Secondary endpoints were biological parameters including fertilization rate (percentage of oocytes fertilized per oocyte inseminated, assessed at Day 1), early cleavage rate (percentage of embryos at the 2-cell stage per oocyte fertilized, assessed 25 h after insemination), useable embryo rate (percentage of embryos transferred and/or frozen per embryo), and clinical outcomes including implantation rate (number of gestational sacs with fetal heart beat detected per embryo transferred), clinical pregnancy rate (percentage of pregnancies diagnosed by ultrasonographic visualization of at least one gestational sac with fetal heart beat per embryo transfer) and miscarriage rate (defined as the loss of a biochemical or clinical pregnancy before 20 completed weeks of gestational age).

Sample size calculation

A difference of 5% has been reported by Ciray et al.9 between the rate of good-quality blastocysts (per D2 embryo) cultured under 5% O2 (good-quality blastocyst rate = 16%) and under 20% O2 (good-quality blastocyst rate = 11%). Therefore, considering an alpha risk = 0.05 and a power = 0.90, the sample size required was at least of 2 085 blastocysts in total, i.e. 695 per group. On average, in our ART center, each cycle with an extended culture (performed when at least 8 oocytes are retrieved) produces 8.4 blastocysts. Therefore, at least 83 cycles per group (i.e. 249 cycles in total) were required for the extended culture analysis. The percentage of cycles with an extended embryo culture procedure is of 33% in our current practice. Hence, a total of 755 cycles is required to assess the impact of O2 tension at the early cleavage stages of embryo culture.

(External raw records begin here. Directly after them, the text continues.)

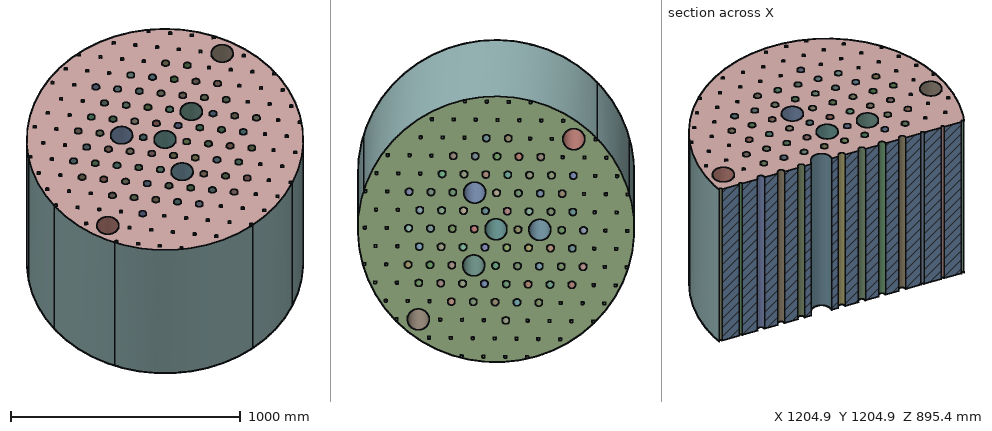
import cadquery as cq
import math

block_diameter = 1204.91
block_height = 895.35
hole_pitch = 95.25
large_diameter = 95.25
medium_diameter = 31.75
small_diameter = 12.7

column_step = hole_pitch * math.sqrt(3) / 2
row_step = hole_pitch / 2
last_column = 7
last_row = 12

large_places = [(0, 0), (0, 4), (-2, -2), (2, -2), (-1, 11), (1, -11)]
small_places_in_core = [(2, 8), (3, -7), (-5, -1)]
empty_places = [(-7, -3)]

rim_reach = (block_diameter - small_diameter) / 2
round_off = 0.001


def centre(place):
    """Position of a lattice place in the XY plane."""
    column, row = place
    return (column * column_step, row * row_step)


def reach(place):
    """Distance of a lattice place from the axis."""
    return math.hypot(*centre(place))


def sort_small_and_medium():
    """Split the lattice places left beside the large holes into small and medium holes."""
    core_reach = reach(small_places_in_core[0]) + round_off
    small = []
    medium = []
    for column in range(-last_column, last_column + 1):
        for row in range(-last_row, last_row + 1):
            place = (column, row)
            off_lattice = (column + row) % 2 != 0
            if off_lattice or reach(place) > rim_reach or place in large_places + empty_places:
                continue
            if reach(place) <= core_reach and place not in small_places_in_core:
                medium.append(place)
            else:
                small.append(place)
    return small, medium


def drill(body, places, diameter):
    """Cut round holes through the full height of the body."""
    points = [centre(place) for place in places]
    drills = cq.Workplane("XY").pushPoints(points).circle(diameter / 2).extrude(block_height)
    return body.cut(drills)


small_places, medium_places = sort_small_and_medium()

block = cq.Workplane("XY").circle(block_diameter / 2).extrude(block_height)
block = drill(block, large_places, large_diameter)
block = drill(block, medium_places, medium_diameter)
result = drill(block, small_places, small_diameter)
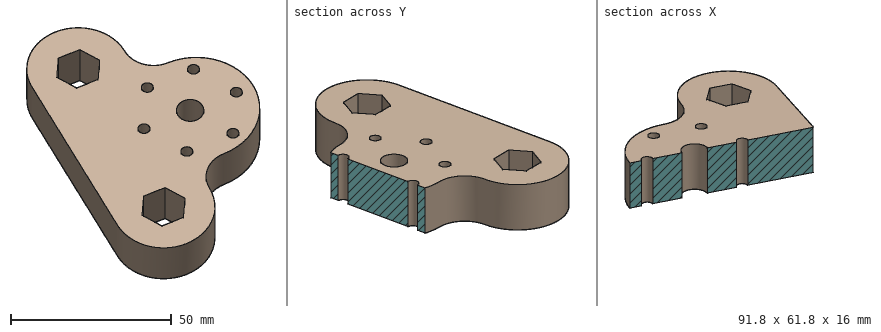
import cadquery as cq
import math

THICKNESS = 16.0
WIDTH = 91.81
DEPTH = 61.85
LOBE_RADIUS = 16.0
HUB_RADIUS = 19.7
BLEND_RADIUS = 9.95
HEX_ACROSS_FLATS = 12.9
BORE_DIAMETER = 8.5
BORE_Y = 24.0
BOLT_CIRCLE_RADIUS = 16.0
BOLT_HOLE_DIAMETER = 3.7
BOLT_HOLE_COUNT = 6
FIRST_BOLT_ANGLE = 90.0

LOBE_X = WIDTH / 2 - LOBE_RADIUS
HUB_TOP_Y = DEPTH - LOBE_RADIUS
HUB_Y = HUB_TOP_Y - HUB_RADIUS
BLEND_X = HUB_RADIUS + BLEND_RADIUS
BLEND_Y = LOBE_RADIUS + BLEND_RADIUS
BLEND_DIAGONAL = BLEND_RADIUS * math.sqrt(0.5)
HEX_ACROSS_CORNERS = HEX_ACROSS_FLATS / math.cos(math.pi / 6)


def make_body():
    """Three-lobed plate with a straight lower edge and concave blends beside the hub."""
    return (
        cq.Workplane("XY")
        .moveTo(-LOBE_X, -LOBE_RADIUS)
        .lineTo(LOBE_X, -LOBE_RADIUS)
        .threePointArc((LOBE_X + LOBE_RADIUS, 0), (LOBE_X, LOBE_RADIUS))
        .lineTo(BLEND_X, LOBE_RADIUS)
        .threePointArc((BLEND_X - BLEND_DIAGONAL, BLEND_Y - BLEND_DIAGONAL), (HUB_RADIUS, BLEND_Y))
        .lineTo(HUB_RADIUS, HUB_Y)
        .threePointArc((0, HUB_TOP_Y), (-HUB_RADIUS, HUB_Y))
        .lineTo(-HUB_RADIUS, BLEND_Y)
        .threePointArc((-BLEND_X + BLEND_DIAGONAL, BLEND_Y - BLEND_DIAGONAL), (-BLEND_X, LOBE_RADIUS))
        .lineTo(-LOBE_X, LOBE_RADIUS)
        .threePointArc((-LOBE_X - LOBE_RADIUS, 0), (-LOBE_X, -LOBE_RADIUS))
        .close()
        .extrude(THICKNESS)
    )


def make_hex_holes():
    """Hexagonal through holes with two flats parallel to Y."""
    holes = cq.Workplane("XY")
    for x in (-LOBE_X, LOBE_X):
        hole = (
            cq.Workplane("XY")
            .center(x, 0)
            .transformed(rotate=(0, 0, 90))
            .polygon(6, HEX_ACROSS_CORNERS)
            .extrude(THICKNESS)
        )
        holes = holes.add(hole)
    return holes.combine()


def make_bore():
    """Round through hole at the centre of the bolt circle."""
    return cq.Workplane("XY").center(0, BORE_Y).circle(BORE_DIAMETER / 2).extrude(THICKNESS)


def make_bolt_holes():
    """Ring of small through holes around the bore."""
    return (
        cq.Workplane("XY")
        .center(0, BORE_Y)
        .polarArray(BOLT_CIRCLE_RADIUS, FIRST_BOLT_ANGLE, 360, BOLT_HOLE_COUNT)
        .circle(BOLT_HOLE_DIAMETER / 2)
        .extrude(THICKNESS)
    )


result = make_body().cut(make_hex_holes()).cut(make_bore()).cut(make_bolt_holes())
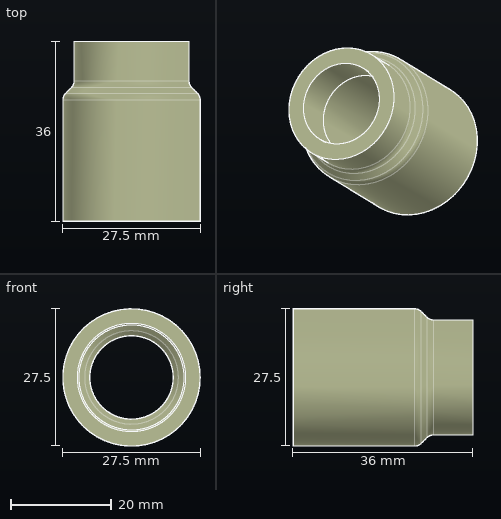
import cadquery as cq
import math

length = 36.0
body_radius = 13.75
spigot_radius = 11.52
spigot_length = 7.92
blend_radius = 1.85
shoulder_angle = math.radians(45)

socket_radius = 10.5
mouth_chamfer = 0.32
throat_radius = 9.35
bore_radius = 8.3
socket_depth = 24.3
seat_angle = math.radians(52)
throat_angle = math.radians(45)

spigot_start = length - spigot_length
arc_axial = blend_radius * math.sin(shoulder_angle)
arc_radial = blend_radius * (1 - math.cos(shoulder_angle))
half_axial = blend_radius * math.sin(shoulder_angle / 2)
half_radial = blend_radius * (1 - math.cos(shoulder_angle / 2))
cone_radial = body_radius - spigot_radius - 2 * arc_radial
cone_axial = cone_radial / math.tan(shoulder_angle)
body_end = spigot_start - 2 * arc_axial - cone_axial
throat_start = socket_depth + (socket_radius - throat_radius) / math.tan(seat_angle)
bore_start = throat_start + (throat_radius - bore_radius) / math.tan(throat_angle)

section = (
    cq.Workplane("XY")
    .moveTo(socket_radius + mouth_chamfer, 0)
    .lineTo(body_radius, 0)
    .lineTo(body_radius, body_end)
    .threePointArc(
        (body_radius - half_radial, body_end + half_axial),
        (body_radius - arc_radial, body_end + arc_axial),
    )
    .lineTo(spigot_radius + arc_radial, spigot_start - arc_axial)
    .threePointArc(
        (spigot_radius + half_radial, spigot_start - half_axial),
        (spigot_radius, spigot_start),
    )
    .lineTo(spigot_radius, length)
    .lineTo(bore_radius, length)
    .lineTo(bore_radius, bore_start)
    .lineTo(throat_radius, throat_start)
    .lineTo(socket_radius, socket_depth)
    .lineTo(socket_radius, mouth_chamfer)
    .close()
)

result = section.revolve(360, (0, 0, 0), (0, 1, 0))
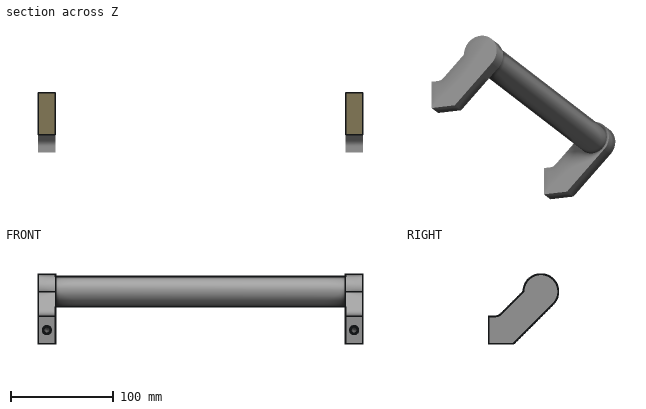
import cadquery as cq
import math

overall_length = 317.0
bracket_width = 17.0
hub_radius = 17.0
bar_radius = 15.0
reach = 51.0
foot_height = 27.0
bend_radius = 8.0

hole_diameter = 6.3
hole_mouth_diameter = 8.2
hole_depth = 19.0
drill_tip_angle = 118.0

tangent_offset = hub_radius * math.sqrt(0.5)
underside_bend_y = -reach + hub_radius * math.sqrt(2)
foot_top_z = -reach + foot_height
inside_bend_y = foot_top_z - hub_radius


def make_hole(center_x):
    """Blind, chamfered hole with a conical end, bored into the mounting face."""
    hole_radius = hole_diameter / 2
    mouth_radius = hole_mouth_diameter / 2
    chamfer_depth = mouth_radius - hole_radius
    tip_length = hole_radius / math.tan(math.radians(drill_tip_angle / 2))
    half_section = [
        (0, 0),
        (mouth_radius, 0),
        (hole_radius, chamfer_depth),
        (hole_radius, hole_depth),
        (0, hole_depth + tip_length),
    ]
    hole = cq.Workplane("XY").polyline(half_section).close().revolve(360, (0, 0), (0, 1))
    return hole.translate((center_x, -reach, -reach + foot_height / 2))


def make_bracket(center_x):
    """Round hub, sloping arm and mounting foot, centered on center_x."""
    bracket = (
        cq.Workplane("YZ", origin=(center_x - bracket_width / 2, 0, 0))
        .moveTo(-hub_radius, 0)
        .threePointArc((tangent_offset, tangent_offset), (tangent_offset, -tangent_offset))
        .lineTo(underside_bend_y, -reach)
        .lineTo(-reach, -reach)
        .lineTo(-reach, foot_top_z)
        .lineTo(inside_bend_y, foot_top_z)
        .close()
        .extrude(bracket_width)
    )
    inside_bend = cq.selectors.NearestToPointSelector((center_x, inside_bend_y, foot_top_z))
    bracket = bracket.edges("|X").edges(inside_bend).fillet(bend_radius)
    return bracket.cut(make_hole(center_x))


bar_length = overall_length - 2 * bracket_width
result = cq.Workplane("YZ").circle(bar_radius).extrude(bar_length / 2, both=True)

bracket_x = (overall_length - bracket_width) / 2
for end in (-1, 1):
    result = result.union(make_bracket(end * bracket_x))
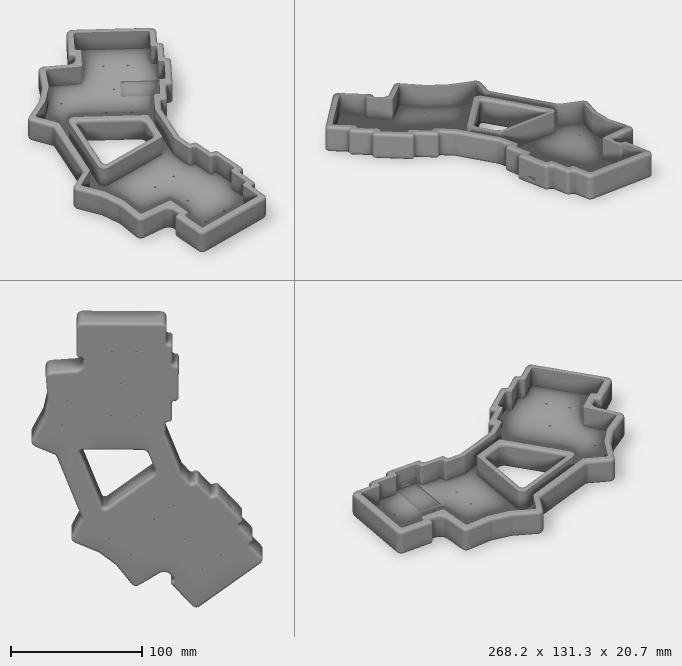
import cadquery as cq
import math


HEIGHT = 20.7
FLOOR = 3.2
WALL = 5.0
RIM_RADIUS = 2.5

SPLAY = 20
COLUMN = 18.5
STAGGER = 4.8
INNER_COLUMN = 45.5
OUTER_COLUMN = 85.7
BLOCK_SIDE = 123.0
BLOCK_BACK = 19.4
BLOCK_FRONT = -39.0
NOTCH_OUTER = 102.0
NOTCH_INNER = 81.7

THUMB_START_X = 31.5
THUMB_TIP = (45.5, -60.7)
THUMB_MIDDLE = (60.0, -46.2)
THUMB_OUTER = (75.5, -37.0)
THUMB_END = (95.7, -31.5)

BRIDGE_BACK = 27.7
BRIDGE_FRONT = -47.0
OPENING_BACK = 14.8
OPENING_FRONT = -34.0
OPENING_SIDE = 15.0

CAVITY_SHARP = 1.5
CAVITY_STEP = 2.0
OUTER_CORNER = 4.3
TIP_RADIUS = 4.8
OUTER_BEND = 3.0
STEP_RIDGE = 2.5
STEP_VALLEY = 2.2
NOTCH_RADIUS = 6.2
OPENING_FRONT_RADIUS = 2.5
OPENING_BACK_RADIUS = 5.0
RING_FRONT_RADIUS = 4.8
RING_BACK_RADIUS = 1.0

BACK_TONGUE = 10.0
FRONT_TONGUE = 15.3

SCREW_DIAMETER = 2.0
KEY_SCREWS = [(103.2, 2.0), (103.2, -17.0), (74.7, -10.0), (46.0, 2.2), (46.0, -17.2)]
THUMB_SCREWS = [(72.5, -27.7), (53.5, -38.5)]

RECESS_START = 65.0
RECESS_WIDTH = 19.0
RECESS_FRONT = -4.8
RECESS_DEPTH = 1.0
RECESS_IN_WALL = 0.8
RECESS_TOP = 6.0
PLUG_WIDTH = 8.0
PLUG_HEIGHT = 3.5
PLUG_ABOVE_FLOOR = 2.0

splay = math.radians(SPLAY)


def splayed(u, v):
    """Position (x, y) of a point of the right key block."""
    return (u * math.cos(splay) - v * math.sin(splay), u * math.sin(splay) + v * math.cos(splay))


def u_axis_point(u, y):
    """Position (x, y) on the slanted line of constant u, at the given y."""
    return ((u - y * math.sin(splay)) / math.cos(splay), y)


def v_axis_point(v, y):
    """Position (x, y) on the slanted line of constant v, at the given y."""
    return ((y * math.cos(splay) - v) / math.sin(splay), y)


def both_sides(corners):
    """Right-half corners (point, radii) followed by their mirror images."""
    return corners + [((-x, y), *radii) for (x, y), *radii in reversed(corners)]


def turn_at(before, corner, after):
    """Direction of arrival at a corner and signed turn taken there, in radians."""
    arrive = math.atan2(corner[1] - before[1], corner[0] - before[0])
    leave = math.atan2(after[1] - corner[1], after[0] - corner[0])
    return arrive, math.remainder(leave - arrive, math.tau)


def with_neighbours(points):
    """Each point of a closed polygon between the points before and after it."""
    return zip(points[-1:] + points[:-1], points, points[1:] + points[:1])


def grown(points, distance):
    """Counterclockwise polygon with every side moved outward by the distance."""
    moved = []
    for before, corner, after in with_neighbours(points):
        arrive, turn = turn_at(before, corner, after)
        outward = arrive + turn / 2 - math.pi / 2
        reach = distance / math.cos(turn / 2)
        moved.append((corner[0] + reach * math.cos(outward), corner[1] + reach * math.sin(outward)))
    return moved


def toward(start, end, distance):
    """Point at a distance from start on the way to end."""
    part = distance / math.dist(start, end)
    return (start[0] + (end[0] - start[0]) * part, start[1] + (end[1] - start[1]) * part)


def rounded_prism(points, radii, bottom, top):
    """Upright prism over a polygon whose corners are rounded, each by its own radius."""
    path = cq.Workplane("XY", origin=(0, 0, bottom))
    for i, (before, corner, after) in enumerate(with_neighbours(points)):
        half_turn = abs(turn_at(before, corner, after)[1]) / 2
        setback = radii[i] * math.tan(half_turn)
        start = toward(corner, before, setback)
        end = toward(corner, after, setback)
        chord_middle = ((start[0] + end[0]) / 2, (start[1] + end[1]) / 2)
        apex = toward(corner, chord_middle, radii[i] / math.cos(half_turn) - radii[i])
        path = path.lineTo(*start) if i else path.moveTo(*start)
        path = path.threePointArc(apex, end)
    return path.close().extrude(top - bottom)


def block(x_range, y_range, z_range):
    """Box between pairs of limits."""
    sizes = [high - low for low, high in (x_range, y_range, z_range)]
    return cq.Workplane("XY", origin=(x_range[0], y_range[0], z_range[0])).box(*sizes, centered=False)


row_1 = BLOCK_BACK + STAGGER
row_2 = BLOCK_BACK + 2 * STAGGER
notch_v = BLOCK_FRONT + STAGGER
ridge = (CAVITY_STEP, STEP_RIDGE)
valley = (CAVITY_STEP, STEP_VALLEY)
bend = (CAVITY_SHARP, OUTER_BEND)

outline = both_sides([
    ((THUMB_START_X, BRIDGE_FRONT), *bend),
    (THUMB_TIP, CAVITY_STEP, TIP_RADIUS),
    (THUMB_MIDDLE, *bend),
    (THUMB_OUTER, *bend),
    (THUMB_END, CAVITY_SHARP, OUTER_CORNER),
    (splayed(NOTCH_INNER, notch_v), CAVITY_SHARP, NOTCH_RADIUS),
    (splayed(NOTCH_OUTER, notch_v), CAVITY_SHARP, STEP_VALLEY),
    (splayed(NOTCH_OUTER, BLOCK_FRONT), *ridge),
    (splayed(BLOCK_SIDE, BLOCK_FRONT), CAVITY_SHARP, OUTER_CORNER),
    (splayed(BLOCK_SIDE, BLOCK_BACK), CAVITY_STEP, OUTER_CORNER),
    (splayed(OUTER_COLUMN + COLUMN, BLOCK_BACK), *valley),
    (splayed(OUTER_COLUMN + COLUMN, row_1), *ridge),
    (splayed(OUTER_COLUMN, row_1), *valley),
    (splayed(OUTER_COLUMN, row_2), *ridge),
    (splayed(INNER_COLUMN + COLUMN, row_2), *ridge),
    (splayed(INNER_COLUMN + COLUMN, row_1), *valley),
    (splayed(INNER_COLUMN, row_1), *ridge),
    (splayed(INNER_COLUMN, BLOCK_BACK), *valley),
    (v_axis_point(BLOCK_BACK, BRIDGE_BACK), *bend),
])
cavity_corners, cavity_radii, outer_radii = (list(column) for column in zip(*outline))

opening = both_sides([
    (u_axis_point(OPENING_SIDE, OPENING_FRONT), OPENING_FRONT_RADIUS, RING_FRONT_RADIUS),
    (u_axis_point(OPENING_SIDE, OPENING_BACK), OPENING_BACK_RADIUS, RING_BACK_RADIUS),
])
opening_corners, opening_radii, ring_radii = (list(column) for column in zip(*opening))


def walled_tray():
    """Floor with an outer wall and a wall around the opening, outer edges rounded."""
    body = rounded_prism(grown(cavity_corners, WALL), outer_radii, 0, HEIGHT)
    body = body.cut(rounded_prism(opening_corners, opening_radii, 0, HEIGHT))
    body = body.faces("<Z or >Z").edges().fillet(RIM_RADIUS)
    cavity = rounded_prism(cavity_corners, cavity_radii, FLOOR, HEIGHT)
    ring = rounded_prism(grown(opening_corners, WALL), ring_radii, FLOOR, HEIGHT)
    return body.cut(cavity.cut(ring))


def screw_holes():
    """Holes through the floor under both hands."""
    right_hand = [splayed(u, v) for u, v in KEY_SCREWS] + THUMB_SCREWS
    places = [(side * x, y) for x, y in right_hand for side in (1, -1)]
    return cq.Workplane("XY").pushPoints(places).circle(SCREW_DIAMETER / 2).extrude(FLOOR)


def controller_recess():
    """Shallow bed for the controller, running a little into the back wall, with its plug slot."""
    left_u = (-RECESS_START - RECESS_WIDTH, -RECESS_START)
    bed = block(left_u, (RECESS_FRONT, row_2 + RECESS_IN_WALL), (FLOOR - RECESS_DEPTH, FLOOR + RECESS_TOP))
    plug_slot = (
        cq.Workplane("XZ", origin=(sum(left_u) / 2, row_2, FLOOR + PLUG_ABOVE_FLOOR))
        .slot2D(PLUG_WIDTH, PLUG_HEIGHT)
        .extrude(-2 * WALL)
    )
    return bed.union(plug_slot).rotate((0, 0, 0), (0, 0, 1), -SPLAY)


def left_zone():
    """Space of the left half: x below zero, plus its own tongue, minus the other one."""
    reach = 2 * BLOCK_SIDE
    zone = block((-reach, 0), (-reach, reach), (0, HEIGHT))
    back_tongue = block((0, BACK_TONGUE), (OPENING_BACK + WALL, BRIDGE_BACK), (0, FLOOR))
    front_tongue = block((-FRONT_TONGUE, 0), (BRIDGE_FRONT, OPENING_FRONT - WALL), (0, FLOOR))
    return zone.union(back_tongue).cut(front_tongue)


tray = walled_tray().cut(screw_holes())
left_half = tray.intersect(left_zone()).cut(controller_recess())
right_half = tray.cut(left_zone())

result = cq.Compound.makeCompound([left_half.val(), right_half.val()])

Randomization and allocation of patients to study groups

Couples were assigned to one of the study groups after eligibility was established and patient consent was obtained. Randomization was created using a computer-generated randomization list with 1:2 allocation for the first randomization, and 1:1 for the second randomization, using random block size of 10.

Statistical analysis

Quantitative data were described as mean and standard deviation and compared by one-way ANOVA for the comparison between three groups. Qualitative data were described by n and percentage and compared by chi-square test or Fisher’s exact test when the validity of the test was not reached. All analyses were performed on R software, version 3.1. Outcomes were analyzed between groups by fitting a logistic model adjusted on female age, body mass index (BMI), number of previous IVF attempts, infertility duration, total dose of gonadotropins and number of metaphase 2 stage oocytes. P-values were adjusted for multiple comparisons using the Hochberg method. P-values < 0.05 were considered statistically significant.